BACKUP_DIR="/backups/mysql"
DATE=$(date +%Y%m%d_%H%M%S)
# Create backup with compression
mysqldump \
--host="$DB_HOST" \
--user="$DB_USERNAME" \
--password="$DB_PASSWORD" \
--single-transaction \
--routines \
--triggers \
--events \
"$DB_NAME" | gzip > "$BACKUP_DIR/${DB_NAME}_${DATE}.sql.gz"

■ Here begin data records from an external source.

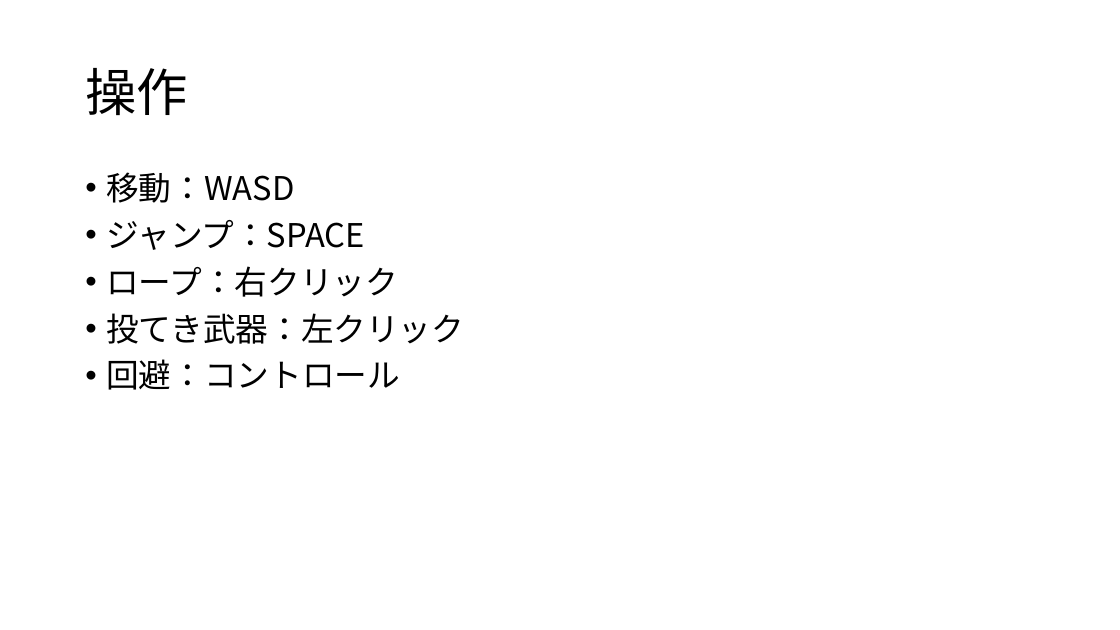
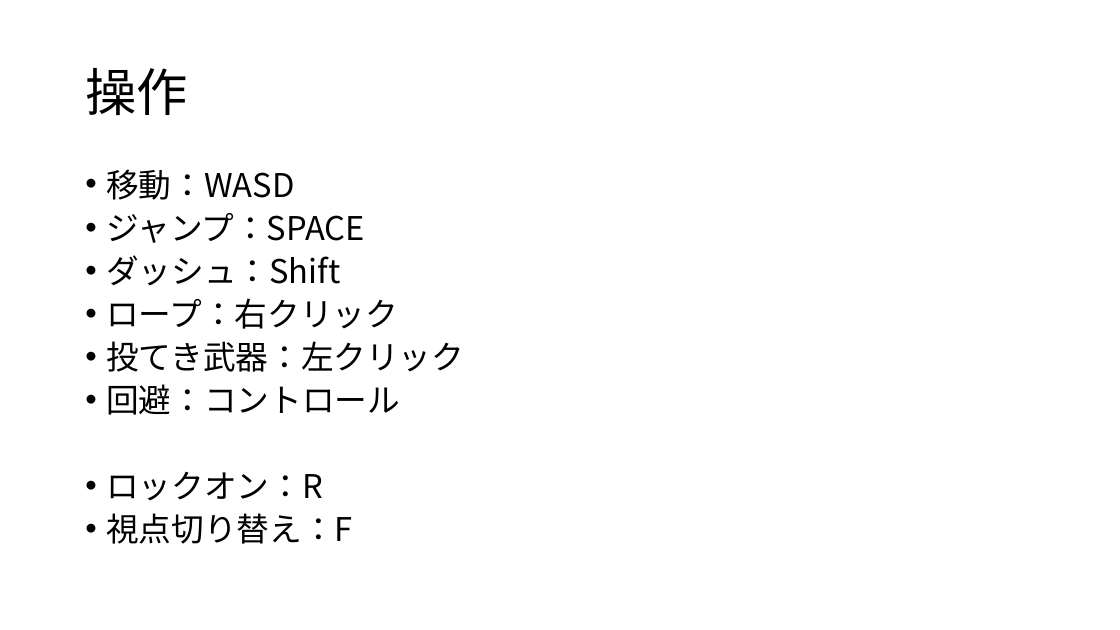
Before and after one commit to UMA729/MySchoolDatas, a slide deck: slide 4 of ゲーム案2.pptx. Drawn at 1120x630 pixels with LibreOffice and Linux fonts; fonts in the diff are those of the drawing. Boxes give left, top, right and bottom in pixels: in the first picture for what was removed or moved away, otherwise in the second. Text is boxed around its words. In the diff, an @@ line names an element or a change of style, - is before the commit and + after.

```diff
--- a/ゲーム案2.pptx
+++ b/ゲーム案2.pptx
@@ text at box(106, 169, 464, 415): line spacing 0.9 to 0.8 @@
@@ text at box(106, 255, 340, 286): paragraph added @@
+• ダッシュ：Shift
@@ text at box(106, 472, 352, 544): paragraphs added @@
+• ロックオン：R
+• 視点切り替え：F
```
Also in this commit, not shown: 2 other slides changed, 2 slides added, 1 slide removed, 5 other files.

# Retain only last 30 days of backups
find "$BACKUP_DIR" -name "${DB_NAME}_*.sql.gz" -mtime +30 -delete
Point-in-Time Recovery
# Enable binary logging for point-in-time recovery
[mysqld]
log-bin=mysql-bin
binlog-format=ROW
expire_logs_days=7
2. Disaster Recovery
Recovery Procedures
# Restore from backup
gunzip < /backups/mysql/altus4_metadata_20240115_120000.sql.gz | \
mysql -h "$DB_HOST" -u "$DB_USERNAME" -p"$DB_PASSWORD" "$DB_NAME"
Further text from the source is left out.